Closed soroush-ziaeinejad closed 2 years ago
Hi @jalalshabo and @soroush-ziaeinejad , please put this in the lower priority among the other tasks.
I am working on adapting some code to crawl tweets only issue is the twitter API's returning tweets very slowly trickled in so I am working on increasing that so we can get a larger subset at once. Access to historical tweets API would make quarries with more specific arguments easier but currently open only to projects with Academic Research product track so applying and getting access to that would be beneficial.
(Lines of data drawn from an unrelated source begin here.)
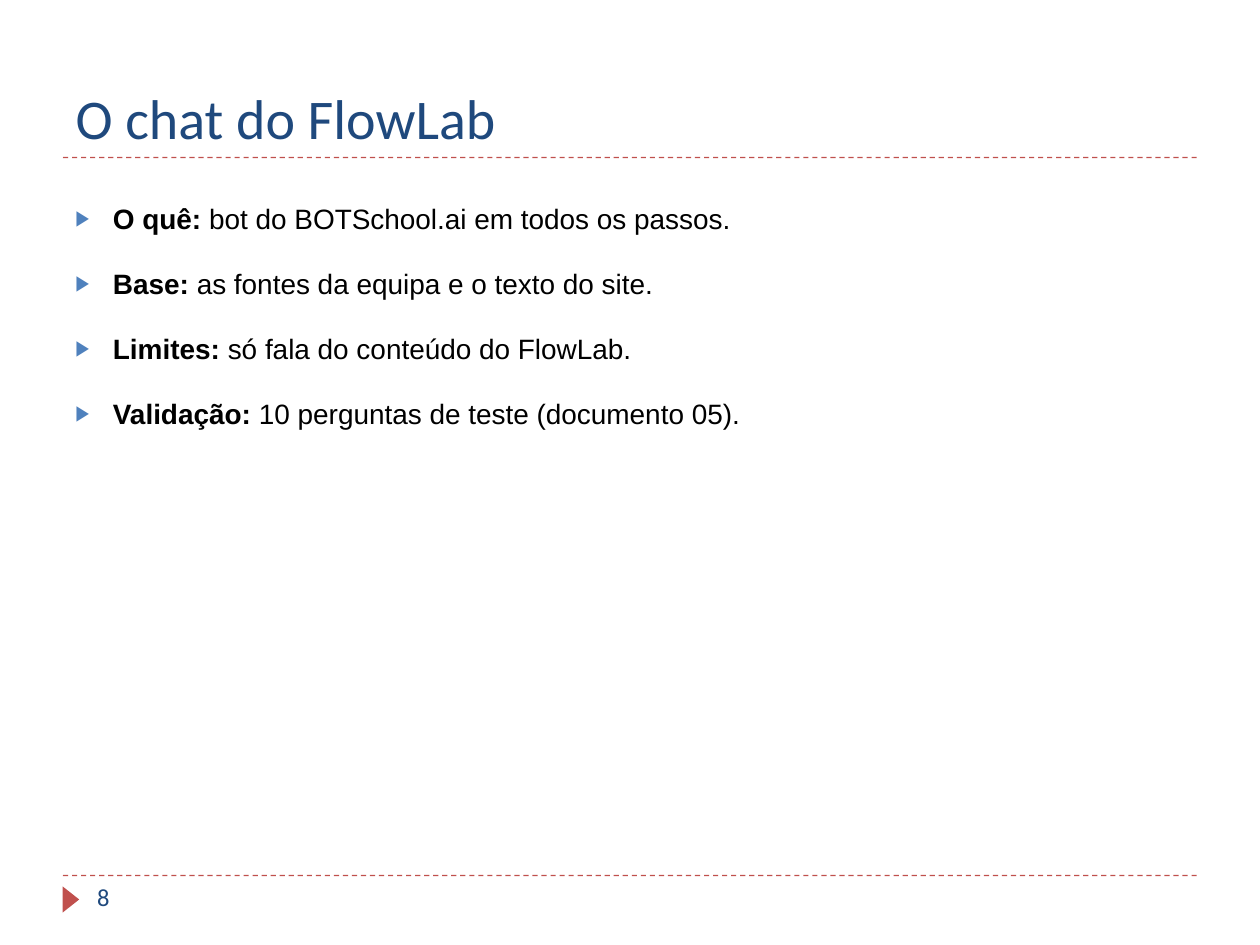
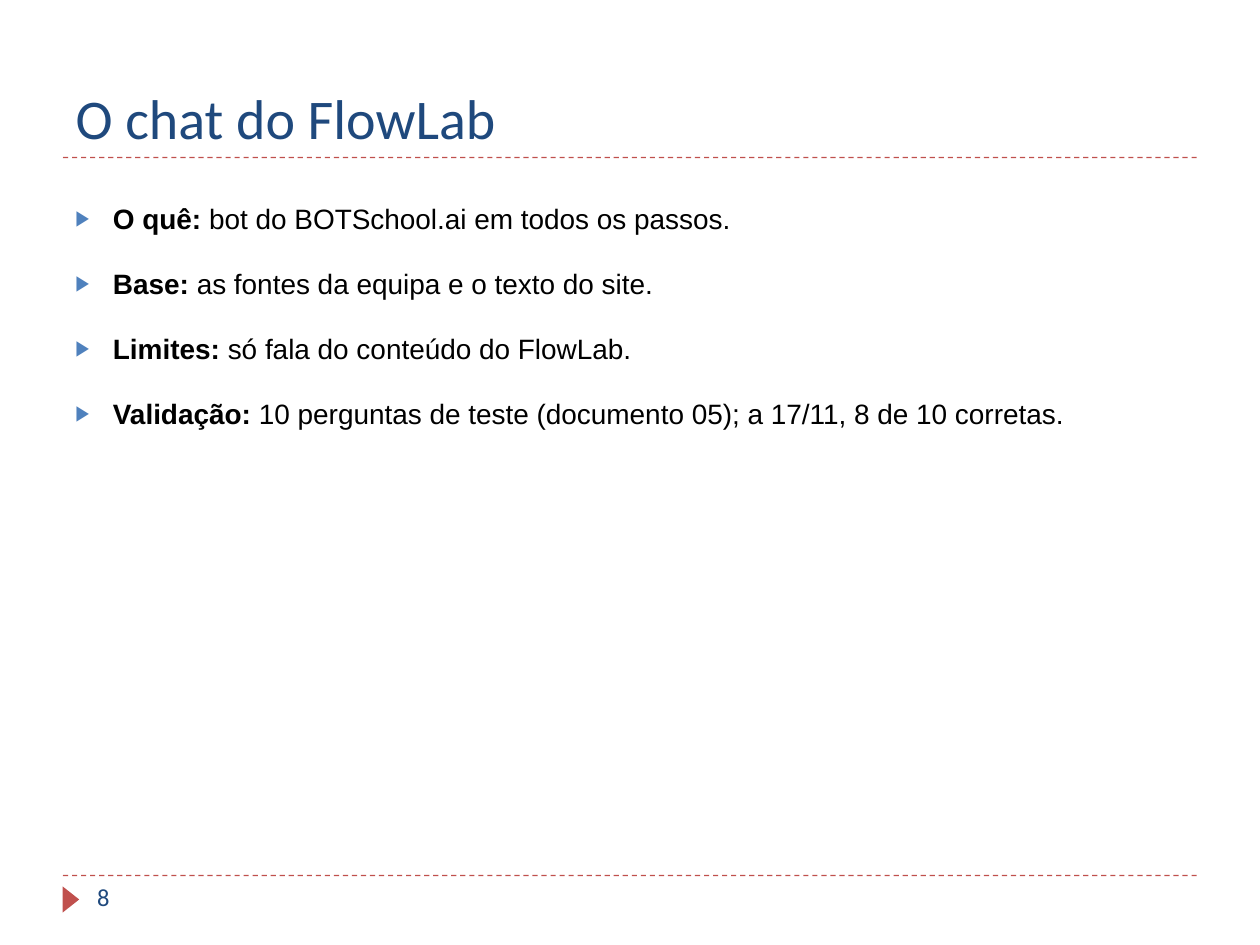
Before and after one commit to TaniaBmGuedes/MDS-TP4, a slide deck: slide 8 of entrega/07_Apresentacao_Final.pptx. Drawn at 1260x945 pixels with LibreOffice and Linux fonts; fonts in the diff are those of the drawing; background and template pictures are left out. Boxes give left, top, right and bottom in pixels: in the first picture for what was removed or moved away, otherwise in the second. Text is boxed around its words. In the diff, an @@ line names an element or a change of style, - is before the commit and + after.

Commit message:
Entrega: teste do chatbot, atas e retrospetiva do Sprint 2 e uso de IA
- Teste do chatbot no deploy preview 45 (17/11): 8 de 10 corretas
- Atas: presentes, dailies online do Sprint 2 e review/retrospetiva de 17/11
- Relatório: Sprint 2 fechado, comparação final, retrospetiva, capturas do Yan e pedidos do Ricardo e do Tiago
- Apresentação: resultado do teste no slide do chat; PDF regenerado
- Link do site atualizado para o deploy preview 45

```diff
--- a/entrega/07_Apresentacao_Final.pptx
+++ b/entrega/07_Apresentacao_Final.pptx
@@ text at bbox=[113, 403, 1064, 429]: text changed @@
-▶ Validação: 10 perguntas de teste (documento 05).
+▶ Validação: 10 perguntas de teste (documento 05); a 17/11, 8 de 10 corretas.
```
Also in this commit, not shown: 8 other files.

@jalalshabo @soroush-ziaeinejad I think for our research purposes, we don't need new tweets. We have another dataset of the huge amount of tweets (~200GB). it's already annotated with tagme too. I suggest starting working on that.
@hosseinfani Great! Is it in SQL or CSV format? Yes, we can take a look and start working on it. I am a little bit worried about the loading process!
@soroush-ziaeinejad @jalalshabo the rar is 200GB. in sql.
A large-scale collection consists of approximately 300M tweets in English posted by 34,725,054 unique users between January 1 and June 31, 2012. Figure 7 shows the number of different types of tweets per day and Figure 8 depicts the number of tweets per user in this dataset. As shown in Figure 8, this dataset also reveals the fact that the distribution of tweets per user is a power law, i.e., a minority of users usually contribute the most while the others just free-ride
@jalalshabo For this task, please write a code to extract tweets. Try to write it in a dynamic way so we can adjust arguments easily. For now, I think the most important arguments are the date range (ex. 2020-1-1 to 2020-5-1) and the number of users.